Runtime QA / end-to-end observation → give the repo a way to drive the real artifact and capture its actual output, and wire it into verify (or a CI job if it's slow). Take the e2e/UI-driver pick for the stack from references/tooling-2026.md (pin the latest version and read that version's docs, per Hard rules; if the reference has no e2e pick for the stack, WebSearch the current standard). For a UI, capture a screenshot/DOM dump as observable evidence where the tool supports it; for a service/CLI, an integration/smoke test that invokes it for real and asserts on stdout / exit code / HTTP response; for a pure library, integration tests over the public API. Keep it a thin real-exercise layer that proves the artifact runs — not an exhaustive E2E suite this skill isn't scoped to author — and don't add a UI harness to a repo with no UI.

Step 5 — Self-verify

Run the new verify command. Confirm exit 0. If the newly-added linters/SAST surface pre-existing violations, report them to the user — do not silently suppress rules to force green. Let the user decide: fix now, or baseline the existing backlog (new and changed code stays fully gated). "Baseline" never means disabling a check, lowering a threshold, or excluding dead-code/duplication going forward.

Step 6 — Record the decision

Write an ADR to docs/adr/ (create the dir if needed) capturing what was changed, which categories were skipped, and why — so the prep is documented where the work happened. One short file: Context / Decision / Consequences.

Gotchas

Adding a linter to an existing repo floods you with violations. That's expected. Separate "wire up the gate" from "fix the backlog" — baseline only the pre-existing violations (a snapshot/ratchet, or scope the first pass to changed files) so the fixup isn't blocking. The gate still runs in full, and new/changed code must pass every check.
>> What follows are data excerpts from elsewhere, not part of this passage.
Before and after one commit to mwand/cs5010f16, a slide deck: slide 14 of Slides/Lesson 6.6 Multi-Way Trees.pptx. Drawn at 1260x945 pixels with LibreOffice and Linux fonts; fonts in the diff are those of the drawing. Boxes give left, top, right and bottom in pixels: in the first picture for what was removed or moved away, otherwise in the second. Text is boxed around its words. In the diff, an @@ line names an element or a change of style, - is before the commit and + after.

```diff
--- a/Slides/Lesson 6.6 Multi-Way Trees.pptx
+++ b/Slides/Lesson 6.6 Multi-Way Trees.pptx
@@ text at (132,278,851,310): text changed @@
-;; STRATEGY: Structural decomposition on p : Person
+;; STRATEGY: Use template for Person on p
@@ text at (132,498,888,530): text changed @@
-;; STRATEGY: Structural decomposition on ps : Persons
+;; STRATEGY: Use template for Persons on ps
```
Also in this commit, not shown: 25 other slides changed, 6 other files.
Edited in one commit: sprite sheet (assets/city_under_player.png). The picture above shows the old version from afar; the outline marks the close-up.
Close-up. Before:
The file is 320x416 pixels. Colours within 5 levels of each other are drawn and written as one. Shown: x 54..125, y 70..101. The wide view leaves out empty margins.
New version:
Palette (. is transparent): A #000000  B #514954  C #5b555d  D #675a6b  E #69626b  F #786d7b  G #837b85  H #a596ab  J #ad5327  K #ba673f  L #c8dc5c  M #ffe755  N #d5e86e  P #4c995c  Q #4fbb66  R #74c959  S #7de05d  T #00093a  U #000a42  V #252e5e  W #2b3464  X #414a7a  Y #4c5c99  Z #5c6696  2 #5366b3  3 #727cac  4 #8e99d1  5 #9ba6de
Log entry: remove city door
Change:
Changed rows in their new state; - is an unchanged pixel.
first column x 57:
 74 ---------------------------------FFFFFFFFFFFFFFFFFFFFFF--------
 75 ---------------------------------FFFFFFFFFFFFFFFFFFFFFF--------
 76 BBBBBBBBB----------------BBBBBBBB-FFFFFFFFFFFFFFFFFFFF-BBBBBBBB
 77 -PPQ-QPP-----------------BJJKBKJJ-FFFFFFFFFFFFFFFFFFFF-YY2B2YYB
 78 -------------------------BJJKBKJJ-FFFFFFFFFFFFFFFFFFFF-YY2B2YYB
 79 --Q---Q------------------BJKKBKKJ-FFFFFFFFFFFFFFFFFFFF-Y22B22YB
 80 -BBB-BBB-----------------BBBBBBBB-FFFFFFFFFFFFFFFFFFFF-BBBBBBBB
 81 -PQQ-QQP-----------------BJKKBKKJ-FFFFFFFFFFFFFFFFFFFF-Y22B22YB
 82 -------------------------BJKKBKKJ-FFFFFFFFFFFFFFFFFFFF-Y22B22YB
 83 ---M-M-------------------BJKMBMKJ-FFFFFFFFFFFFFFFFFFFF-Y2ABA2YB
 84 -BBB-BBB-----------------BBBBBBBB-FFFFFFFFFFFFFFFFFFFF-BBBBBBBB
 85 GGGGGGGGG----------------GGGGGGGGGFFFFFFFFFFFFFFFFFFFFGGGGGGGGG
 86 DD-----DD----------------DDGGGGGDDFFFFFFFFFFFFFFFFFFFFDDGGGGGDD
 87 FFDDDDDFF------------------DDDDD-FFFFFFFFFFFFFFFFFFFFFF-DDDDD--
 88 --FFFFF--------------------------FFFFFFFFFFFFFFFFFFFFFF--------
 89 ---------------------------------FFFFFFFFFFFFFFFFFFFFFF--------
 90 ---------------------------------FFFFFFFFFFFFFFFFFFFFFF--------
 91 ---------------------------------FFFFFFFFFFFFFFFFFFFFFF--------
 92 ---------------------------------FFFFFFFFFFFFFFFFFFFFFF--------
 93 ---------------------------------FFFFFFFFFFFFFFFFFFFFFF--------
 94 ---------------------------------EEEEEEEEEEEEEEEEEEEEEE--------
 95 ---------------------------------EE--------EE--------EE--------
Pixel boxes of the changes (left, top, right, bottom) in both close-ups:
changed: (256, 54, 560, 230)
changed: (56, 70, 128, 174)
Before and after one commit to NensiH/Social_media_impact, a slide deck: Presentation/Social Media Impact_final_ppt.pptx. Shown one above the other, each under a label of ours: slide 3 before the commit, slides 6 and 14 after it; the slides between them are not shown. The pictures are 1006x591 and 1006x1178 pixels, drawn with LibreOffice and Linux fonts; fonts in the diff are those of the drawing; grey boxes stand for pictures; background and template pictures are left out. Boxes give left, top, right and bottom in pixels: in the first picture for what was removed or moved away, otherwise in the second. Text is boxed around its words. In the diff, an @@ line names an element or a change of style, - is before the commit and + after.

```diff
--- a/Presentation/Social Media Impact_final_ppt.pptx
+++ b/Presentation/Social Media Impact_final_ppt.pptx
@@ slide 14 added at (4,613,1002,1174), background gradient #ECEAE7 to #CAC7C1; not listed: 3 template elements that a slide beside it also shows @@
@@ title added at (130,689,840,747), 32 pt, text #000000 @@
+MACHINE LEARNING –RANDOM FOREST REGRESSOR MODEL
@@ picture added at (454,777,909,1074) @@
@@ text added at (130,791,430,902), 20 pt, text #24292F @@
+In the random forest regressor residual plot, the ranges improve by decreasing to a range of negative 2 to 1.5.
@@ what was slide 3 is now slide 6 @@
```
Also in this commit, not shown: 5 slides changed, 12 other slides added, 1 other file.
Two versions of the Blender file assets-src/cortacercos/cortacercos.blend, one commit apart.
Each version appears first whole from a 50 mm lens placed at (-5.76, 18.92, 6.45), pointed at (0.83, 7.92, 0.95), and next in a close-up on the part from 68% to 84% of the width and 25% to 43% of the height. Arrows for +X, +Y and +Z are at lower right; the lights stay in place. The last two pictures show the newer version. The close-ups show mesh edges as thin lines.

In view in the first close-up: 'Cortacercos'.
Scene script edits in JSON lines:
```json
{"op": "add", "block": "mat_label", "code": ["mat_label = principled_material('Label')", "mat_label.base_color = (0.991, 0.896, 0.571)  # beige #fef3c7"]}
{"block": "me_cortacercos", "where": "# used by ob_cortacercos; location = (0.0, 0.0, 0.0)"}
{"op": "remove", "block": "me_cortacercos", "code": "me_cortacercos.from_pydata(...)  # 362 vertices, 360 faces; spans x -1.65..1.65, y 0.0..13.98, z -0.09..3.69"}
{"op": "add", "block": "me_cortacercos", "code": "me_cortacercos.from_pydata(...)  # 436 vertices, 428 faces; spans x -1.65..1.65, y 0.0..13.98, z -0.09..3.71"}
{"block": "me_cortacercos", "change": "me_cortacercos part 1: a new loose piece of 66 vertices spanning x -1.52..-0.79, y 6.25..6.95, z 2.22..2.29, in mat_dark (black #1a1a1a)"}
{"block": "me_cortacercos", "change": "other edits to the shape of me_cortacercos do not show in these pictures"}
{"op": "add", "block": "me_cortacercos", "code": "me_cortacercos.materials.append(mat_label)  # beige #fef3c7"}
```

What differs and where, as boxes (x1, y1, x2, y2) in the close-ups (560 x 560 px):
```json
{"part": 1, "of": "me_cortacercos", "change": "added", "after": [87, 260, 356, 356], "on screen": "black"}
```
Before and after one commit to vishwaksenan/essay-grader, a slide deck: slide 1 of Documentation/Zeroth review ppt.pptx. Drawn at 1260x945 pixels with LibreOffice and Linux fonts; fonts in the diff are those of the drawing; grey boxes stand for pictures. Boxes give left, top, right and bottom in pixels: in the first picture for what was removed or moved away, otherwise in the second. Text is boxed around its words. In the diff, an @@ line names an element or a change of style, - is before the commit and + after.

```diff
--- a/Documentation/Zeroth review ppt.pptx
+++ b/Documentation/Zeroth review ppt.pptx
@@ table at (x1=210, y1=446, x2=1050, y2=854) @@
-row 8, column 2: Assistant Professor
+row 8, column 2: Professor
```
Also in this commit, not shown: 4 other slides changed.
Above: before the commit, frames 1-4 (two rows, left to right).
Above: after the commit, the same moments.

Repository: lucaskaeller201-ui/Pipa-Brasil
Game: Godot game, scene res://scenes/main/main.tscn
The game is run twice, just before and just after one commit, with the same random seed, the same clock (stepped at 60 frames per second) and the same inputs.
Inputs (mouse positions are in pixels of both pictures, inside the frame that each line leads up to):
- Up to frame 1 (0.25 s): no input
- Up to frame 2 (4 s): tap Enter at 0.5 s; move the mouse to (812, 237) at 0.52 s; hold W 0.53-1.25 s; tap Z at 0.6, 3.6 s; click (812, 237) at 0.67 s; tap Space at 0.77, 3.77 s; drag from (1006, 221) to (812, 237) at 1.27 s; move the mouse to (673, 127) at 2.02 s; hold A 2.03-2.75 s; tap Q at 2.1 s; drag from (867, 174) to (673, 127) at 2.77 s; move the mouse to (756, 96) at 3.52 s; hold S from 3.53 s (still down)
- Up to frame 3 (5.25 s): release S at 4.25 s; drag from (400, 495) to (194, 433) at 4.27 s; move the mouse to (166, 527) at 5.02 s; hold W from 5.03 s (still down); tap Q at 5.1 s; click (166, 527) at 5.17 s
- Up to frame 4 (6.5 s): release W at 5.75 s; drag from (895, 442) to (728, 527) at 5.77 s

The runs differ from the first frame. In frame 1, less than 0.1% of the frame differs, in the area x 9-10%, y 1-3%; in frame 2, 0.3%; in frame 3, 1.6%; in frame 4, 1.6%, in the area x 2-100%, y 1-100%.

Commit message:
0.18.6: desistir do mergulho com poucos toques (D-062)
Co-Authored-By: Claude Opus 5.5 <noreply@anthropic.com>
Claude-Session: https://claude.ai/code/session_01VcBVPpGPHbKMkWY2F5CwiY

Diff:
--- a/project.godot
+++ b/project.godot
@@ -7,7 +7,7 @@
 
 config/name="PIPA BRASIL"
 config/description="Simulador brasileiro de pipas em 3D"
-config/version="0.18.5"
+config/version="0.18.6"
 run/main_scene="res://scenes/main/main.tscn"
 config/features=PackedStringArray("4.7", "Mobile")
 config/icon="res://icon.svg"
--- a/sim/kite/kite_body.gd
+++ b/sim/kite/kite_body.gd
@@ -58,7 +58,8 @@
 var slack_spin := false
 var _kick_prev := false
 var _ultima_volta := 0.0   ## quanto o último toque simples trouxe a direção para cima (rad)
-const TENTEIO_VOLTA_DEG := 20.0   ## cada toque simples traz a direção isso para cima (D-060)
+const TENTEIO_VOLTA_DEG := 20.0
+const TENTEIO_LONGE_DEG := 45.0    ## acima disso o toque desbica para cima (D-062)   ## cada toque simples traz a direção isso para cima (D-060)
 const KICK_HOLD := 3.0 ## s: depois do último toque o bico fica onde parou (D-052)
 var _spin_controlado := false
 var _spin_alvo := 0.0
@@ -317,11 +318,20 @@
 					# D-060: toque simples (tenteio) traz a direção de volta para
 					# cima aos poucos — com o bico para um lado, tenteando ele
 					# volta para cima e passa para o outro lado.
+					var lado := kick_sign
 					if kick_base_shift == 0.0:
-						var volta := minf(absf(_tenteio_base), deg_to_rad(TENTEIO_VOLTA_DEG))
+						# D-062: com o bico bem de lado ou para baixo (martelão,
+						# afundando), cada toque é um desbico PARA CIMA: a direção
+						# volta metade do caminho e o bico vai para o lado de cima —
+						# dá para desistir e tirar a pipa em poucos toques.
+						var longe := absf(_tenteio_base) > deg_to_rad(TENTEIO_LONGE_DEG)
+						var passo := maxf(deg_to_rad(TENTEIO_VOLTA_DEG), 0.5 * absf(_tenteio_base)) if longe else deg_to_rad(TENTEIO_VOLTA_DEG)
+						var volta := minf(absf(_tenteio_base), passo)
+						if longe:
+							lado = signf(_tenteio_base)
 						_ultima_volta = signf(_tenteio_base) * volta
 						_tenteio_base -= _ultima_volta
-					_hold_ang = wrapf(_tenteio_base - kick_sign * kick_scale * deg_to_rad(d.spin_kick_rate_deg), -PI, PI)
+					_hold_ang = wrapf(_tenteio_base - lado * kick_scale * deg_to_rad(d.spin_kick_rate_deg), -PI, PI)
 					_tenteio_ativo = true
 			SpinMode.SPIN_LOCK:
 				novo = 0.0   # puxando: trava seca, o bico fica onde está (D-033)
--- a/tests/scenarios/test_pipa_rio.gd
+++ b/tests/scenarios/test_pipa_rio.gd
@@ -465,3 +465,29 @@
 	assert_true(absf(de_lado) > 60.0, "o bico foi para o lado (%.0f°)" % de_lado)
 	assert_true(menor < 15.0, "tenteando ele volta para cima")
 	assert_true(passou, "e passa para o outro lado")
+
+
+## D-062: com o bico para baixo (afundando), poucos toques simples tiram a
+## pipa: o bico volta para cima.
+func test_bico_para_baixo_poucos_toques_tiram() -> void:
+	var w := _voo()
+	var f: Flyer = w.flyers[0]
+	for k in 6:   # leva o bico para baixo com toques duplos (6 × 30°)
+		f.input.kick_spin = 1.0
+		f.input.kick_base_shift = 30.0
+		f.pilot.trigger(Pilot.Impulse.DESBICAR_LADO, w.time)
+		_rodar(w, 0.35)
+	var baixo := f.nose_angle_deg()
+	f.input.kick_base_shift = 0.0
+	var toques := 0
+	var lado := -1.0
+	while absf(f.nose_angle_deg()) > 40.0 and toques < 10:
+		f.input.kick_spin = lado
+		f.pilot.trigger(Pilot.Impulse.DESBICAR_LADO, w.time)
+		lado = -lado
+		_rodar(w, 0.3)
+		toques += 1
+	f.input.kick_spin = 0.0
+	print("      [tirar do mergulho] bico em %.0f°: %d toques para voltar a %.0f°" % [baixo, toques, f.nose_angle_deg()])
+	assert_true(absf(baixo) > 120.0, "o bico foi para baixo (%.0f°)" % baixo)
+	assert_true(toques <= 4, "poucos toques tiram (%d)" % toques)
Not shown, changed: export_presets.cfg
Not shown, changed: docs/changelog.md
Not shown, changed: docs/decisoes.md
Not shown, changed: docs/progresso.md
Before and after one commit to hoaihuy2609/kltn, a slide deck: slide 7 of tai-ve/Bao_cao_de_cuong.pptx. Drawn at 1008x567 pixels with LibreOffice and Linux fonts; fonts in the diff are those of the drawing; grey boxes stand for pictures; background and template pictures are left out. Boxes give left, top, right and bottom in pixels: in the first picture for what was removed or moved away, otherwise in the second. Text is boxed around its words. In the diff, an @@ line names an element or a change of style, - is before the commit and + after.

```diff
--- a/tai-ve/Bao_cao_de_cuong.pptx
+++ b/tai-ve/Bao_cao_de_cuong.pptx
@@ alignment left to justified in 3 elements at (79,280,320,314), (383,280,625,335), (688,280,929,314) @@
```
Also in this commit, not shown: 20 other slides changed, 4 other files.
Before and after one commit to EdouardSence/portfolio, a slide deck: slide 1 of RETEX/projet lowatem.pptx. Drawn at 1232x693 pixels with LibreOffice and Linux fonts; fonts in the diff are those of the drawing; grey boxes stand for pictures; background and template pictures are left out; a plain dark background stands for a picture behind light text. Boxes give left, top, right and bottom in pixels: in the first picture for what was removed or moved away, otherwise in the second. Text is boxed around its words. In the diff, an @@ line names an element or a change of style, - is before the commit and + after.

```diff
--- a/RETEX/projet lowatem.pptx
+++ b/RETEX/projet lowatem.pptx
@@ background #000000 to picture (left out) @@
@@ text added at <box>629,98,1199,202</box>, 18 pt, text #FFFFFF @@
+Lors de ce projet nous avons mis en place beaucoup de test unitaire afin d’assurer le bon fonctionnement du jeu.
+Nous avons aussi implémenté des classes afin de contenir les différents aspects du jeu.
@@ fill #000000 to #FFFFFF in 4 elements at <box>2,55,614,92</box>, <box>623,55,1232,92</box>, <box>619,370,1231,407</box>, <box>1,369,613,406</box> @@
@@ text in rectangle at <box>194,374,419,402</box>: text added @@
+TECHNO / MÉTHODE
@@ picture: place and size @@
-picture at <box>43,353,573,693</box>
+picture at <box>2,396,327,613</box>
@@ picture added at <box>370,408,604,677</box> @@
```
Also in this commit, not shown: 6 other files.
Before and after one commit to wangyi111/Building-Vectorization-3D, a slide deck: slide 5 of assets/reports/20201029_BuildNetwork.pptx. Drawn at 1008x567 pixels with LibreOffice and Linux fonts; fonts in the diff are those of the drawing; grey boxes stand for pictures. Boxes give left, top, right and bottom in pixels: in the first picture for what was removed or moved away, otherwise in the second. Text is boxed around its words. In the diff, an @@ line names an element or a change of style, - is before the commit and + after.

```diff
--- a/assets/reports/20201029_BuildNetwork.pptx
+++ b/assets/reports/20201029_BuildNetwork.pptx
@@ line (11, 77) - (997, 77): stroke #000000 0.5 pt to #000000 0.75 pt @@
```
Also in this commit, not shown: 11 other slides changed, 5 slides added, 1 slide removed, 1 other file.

Baselining the backlog is never licence to disable a check, lower a threshold, or drop dead-code/duplication going forward — that is the "it's only for production" drift, and it defeats the whole point.
grep -E on Windows Git Bash works, but CRLF line endings can confuse size/line checks. wc -l is reliable; trust it over grep -c.
Don't add ports/adapters/hexagonal layering here. That's tempting "agent readiness" theater and out of v1 scope — it adds files without earning their keep on most repos. Stick to the five categories.
Green unit tests are not "the artifact works." Unit tests assert on internals; an app can pass every one and still render a blank screen or a dead button. Category 5 exists because agents (and humans) ship code they never actually ran. But match the artifact — a library wants integration tests over its public API, not a browser; a service wants a real invocation asserting on its response. Don't stand up a UI harness where there's nothing to drive, and keep it thin — proving it runs, not an exhaustive E2E suite.
"I added SAST, so security is done" is the trap. SAST scans your code; it is blind to your dependencies. A repo with SAST but no dependency audit is wide open to a vulnerable or malicious package, and a repo with both but no secret scanning can still leak a committed key. The security gate is not satisfied until all three layers — SAST, dependency/supply-chain audit, and secret scanning — are wired into the harness. Treating any one as "security" is a partial gate.
The skill is the methodology; there is no bundled driver. A language-agnostic detector script would go stale immediately — the detection lives in Step 1's probes and your judgment + WebSearch, on purpose.